● DESCRIPTION OF THE TASK:
Only the lines from the one that contains "port_spacing = 44.6" through the last line of the records should appear, each printed exactly as it is.

[Stored data]
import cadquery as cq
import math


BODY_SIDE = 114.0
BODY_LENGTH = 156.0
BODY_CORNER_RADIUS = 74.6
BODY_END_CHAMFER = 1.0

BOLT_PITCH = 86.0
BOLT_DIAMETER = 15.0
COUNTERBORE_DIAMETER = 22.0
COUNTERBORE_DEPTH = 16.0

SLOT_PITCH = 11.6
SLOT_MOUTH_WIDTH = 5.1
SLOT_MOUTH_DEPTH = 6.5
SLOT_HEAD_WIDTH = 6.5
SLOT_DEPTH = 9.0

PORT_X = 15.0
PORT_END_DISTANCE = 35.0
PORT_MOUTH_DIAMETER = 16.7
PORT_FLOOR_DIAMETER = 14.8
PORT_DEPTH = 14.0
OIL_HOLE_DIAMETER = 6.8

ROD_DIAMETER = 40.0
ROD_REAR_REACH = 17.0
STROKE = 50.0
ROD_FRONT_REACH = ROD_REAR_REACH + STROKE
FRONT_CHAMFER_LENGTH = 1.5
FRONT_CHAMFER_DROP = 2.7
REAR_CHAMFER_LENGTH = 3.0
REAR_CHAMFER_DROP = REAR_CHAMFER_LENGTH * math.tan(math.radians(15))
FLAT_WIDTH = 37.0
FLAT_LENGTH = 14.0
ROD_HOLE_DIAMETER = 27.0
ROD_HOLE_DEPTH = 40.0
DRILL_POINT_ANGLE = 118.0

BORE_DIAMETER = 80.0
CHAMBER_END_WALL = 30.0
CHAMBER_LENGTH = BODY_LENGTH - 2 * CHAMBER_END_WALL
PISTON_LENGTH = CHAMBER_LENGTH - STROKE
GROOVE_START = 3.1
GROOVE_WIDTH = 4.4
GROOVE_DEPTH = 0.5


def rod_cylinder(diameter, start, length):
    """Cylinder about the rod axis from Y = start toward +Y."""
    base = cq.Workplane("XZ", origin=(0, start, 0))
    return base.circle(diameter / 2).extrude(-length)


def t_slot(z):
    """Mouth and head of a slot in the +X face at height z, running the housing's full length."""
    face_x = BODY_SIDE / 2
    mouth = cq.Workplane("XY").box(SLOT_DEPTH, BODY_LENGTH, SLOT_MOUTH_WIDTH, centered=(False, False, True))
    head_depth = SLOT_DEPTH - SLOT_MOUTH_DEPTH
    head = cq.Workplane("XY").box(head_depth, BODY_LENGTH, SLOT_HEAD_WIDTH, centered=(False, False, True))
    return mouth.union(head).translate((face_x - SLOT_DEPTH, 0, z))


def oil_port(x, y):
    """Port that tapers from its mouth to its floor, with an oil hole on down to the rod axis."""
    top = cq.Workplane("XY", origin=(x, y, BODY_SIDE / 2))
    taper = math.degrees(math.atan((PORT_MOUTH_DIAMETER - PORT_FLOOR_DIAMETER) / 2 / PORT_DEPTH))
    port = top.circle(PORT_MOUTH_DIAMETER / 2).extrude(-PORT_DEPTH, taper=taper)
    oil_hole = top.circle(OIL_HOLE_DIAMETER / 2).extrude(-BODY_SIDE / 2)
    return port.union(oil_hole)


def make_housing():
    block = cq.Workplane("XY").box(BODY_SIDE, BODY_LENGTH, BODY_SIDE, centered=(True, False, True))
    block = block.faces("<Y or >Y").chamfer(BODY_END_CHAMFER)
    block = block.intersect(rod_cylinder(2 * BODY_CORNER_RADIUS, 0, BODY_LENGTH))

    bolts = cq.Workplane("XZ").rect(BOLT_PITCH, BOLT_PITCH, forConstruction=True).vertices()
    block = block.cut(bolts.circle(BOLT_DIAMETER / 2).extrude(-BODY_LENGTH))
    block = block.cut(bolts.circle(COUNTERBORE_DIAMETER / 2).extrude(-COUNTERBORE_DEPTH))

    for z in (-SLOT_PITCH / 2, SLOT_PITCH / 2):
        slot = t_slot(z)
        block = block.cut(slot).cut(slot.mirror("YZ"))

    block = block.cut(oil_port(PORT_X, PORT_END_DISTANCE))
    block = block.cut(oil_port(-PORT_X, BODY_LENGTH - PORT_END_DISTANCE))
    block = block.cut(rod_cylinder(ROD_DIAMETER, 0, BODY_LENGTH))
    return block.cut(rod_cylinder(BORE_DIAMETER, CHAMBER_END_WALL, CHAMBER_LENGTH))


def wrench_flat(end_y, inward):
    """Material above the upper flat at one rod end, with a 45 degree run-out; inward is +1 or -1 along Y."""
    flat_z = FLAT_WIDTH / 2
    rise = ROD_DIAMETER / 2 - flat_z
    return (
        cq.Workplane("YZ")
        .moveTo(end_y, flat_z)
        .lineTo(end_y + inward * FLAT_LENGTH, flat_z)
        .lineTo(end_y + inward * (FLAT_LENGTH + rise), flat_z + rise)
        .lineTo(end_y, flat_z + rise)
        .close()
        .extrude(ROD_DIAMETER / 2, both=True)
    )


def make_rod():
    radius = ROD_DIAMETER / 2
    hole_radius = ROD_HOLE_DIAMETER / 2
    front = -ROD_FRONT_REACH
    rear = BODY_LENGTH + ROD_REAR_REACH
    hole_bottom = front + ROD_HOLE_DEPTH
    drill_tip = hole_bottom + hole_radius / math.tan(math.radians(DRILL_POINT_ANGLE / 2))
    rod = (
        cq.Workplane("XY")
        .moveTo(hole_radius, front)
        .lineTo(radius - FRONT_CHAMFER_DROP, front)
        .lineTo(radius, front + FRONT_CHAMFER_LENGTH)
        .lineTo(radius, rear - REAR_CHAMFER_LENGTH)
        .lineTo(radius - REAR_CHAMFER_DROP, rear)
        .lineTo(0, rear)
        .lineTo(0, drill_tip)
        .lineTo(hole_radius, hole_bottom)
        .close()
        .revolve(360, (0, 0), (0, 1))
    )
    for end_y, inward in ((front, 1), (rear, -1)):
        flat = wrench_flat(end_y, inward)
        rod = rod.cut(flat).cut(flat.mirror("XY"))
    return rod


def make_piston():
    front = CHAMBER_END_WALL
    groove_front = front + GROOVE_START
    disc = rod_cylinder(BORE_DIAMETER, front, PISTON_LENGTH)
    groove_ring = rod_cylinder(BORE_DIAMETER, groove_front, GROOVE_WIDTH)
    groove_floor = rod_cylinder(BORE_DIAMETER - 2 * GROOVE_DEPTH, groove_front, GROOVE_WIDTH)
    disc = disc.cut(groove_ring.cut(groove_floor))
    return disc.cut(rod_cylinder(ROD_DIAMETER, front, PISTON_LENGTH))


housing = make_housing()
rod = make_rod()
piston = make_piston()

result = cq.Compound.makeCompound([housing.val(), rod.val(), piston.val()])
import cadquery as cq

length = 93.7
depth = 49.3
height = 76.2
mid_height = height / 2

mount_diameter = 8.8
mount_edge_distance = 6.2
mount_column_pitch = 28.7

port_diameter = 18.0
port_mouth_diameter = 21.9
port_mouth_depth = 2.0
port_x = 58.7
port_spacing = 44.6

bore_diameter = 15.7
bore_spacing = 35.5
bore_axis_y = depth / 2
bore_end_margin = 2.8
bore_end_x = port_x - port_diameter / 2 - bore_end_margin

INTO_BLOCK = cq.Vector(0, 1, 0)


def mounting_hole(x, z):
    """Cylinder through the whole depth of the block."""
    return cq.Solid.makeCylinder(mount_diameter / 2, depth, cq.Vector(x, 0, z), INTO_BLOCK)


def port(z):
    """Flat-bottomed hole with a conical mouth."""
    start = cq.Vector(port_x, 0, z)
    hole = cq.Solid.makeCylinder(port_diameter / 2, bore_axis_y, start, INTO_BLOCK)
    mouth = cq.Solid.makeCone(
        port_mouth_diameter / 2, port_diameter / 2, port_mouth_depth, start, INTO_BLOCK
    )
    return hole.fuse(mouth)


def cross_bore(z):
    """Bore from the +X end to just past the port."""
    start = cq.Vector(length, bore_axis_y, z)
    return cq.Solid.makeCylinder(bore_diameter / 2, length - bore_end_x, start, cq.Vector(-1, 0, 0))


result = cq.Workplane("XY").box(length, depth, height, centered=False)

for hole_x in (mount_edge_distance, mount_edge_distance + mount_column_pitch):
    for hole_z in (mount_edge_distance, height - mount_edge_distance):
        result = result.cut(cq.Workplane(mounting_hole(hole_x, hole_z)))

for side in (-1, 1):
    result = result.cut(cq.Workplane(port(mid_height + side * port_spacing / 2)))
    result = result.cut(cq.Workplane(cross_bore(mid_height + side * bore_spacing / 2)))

● EXERCISE OUTPUT:
port_spacing = 44.6

bore_diameter = 15.7
bore_spacing = 35.5
bore_axis_y = depth / 2
bore_end_margin = 2.8
bore_end_x = port_x - port_diameter / 2 - bore_end_margin

INTO_BLOCK = cq.Vector(0, 1, 0)


def mounting_hole(x, z):
    """Cylinder through the whole depth of the block."""
    return cq.Solid.makeCylinder(mount_diameter / 2, depth, cq.Vector(x, 0, z), INTO_BLOCK)


def port(z):
    """Flat-bottomed hole with a conical mouth."""
    start = cq.Vector(port_x, 0, z)
    hole = cq.Solid.makeCylinder(port_diameter / 2, bore_axis_y, start, INTO_BLOCK)
    mouth = cq.Solid.makeCone(
        port_mouth_diameter / 2, port_diameter / 2, port_mouth_depth, start, INTO_BLOCK
    )
    return hole.fuse(mouth)


def cross_bore(z):
    """Bore from the +X end to just past the port."""
    start = cq.Vector(length, bore_axis_y, z)
    return cq.Solid.makeCylinder(bore_diameter / 2, length - bore_end_x, start, cq.Vector(-1, 0, 0))


result = cq.Workplane("XY").box(length, depth, height, centered=False)

for hole_x in (mount_edge_distance, mount_edge_distance + mount_column_pitch):
    for hole_z in (mount_edge_distance, height - mount_edge_distance):
        result = result.cut(cq.Workplane(mounting_hole(hole_x, hole_z)))

for side in (-1, 1):
    result = result.cut(cq.Workplane(port(mid_height + side * port_spacing / 2)))
    result = result.cut(cq.Workplane(cross_bore(mid_height + side * bore_spacing / 2)))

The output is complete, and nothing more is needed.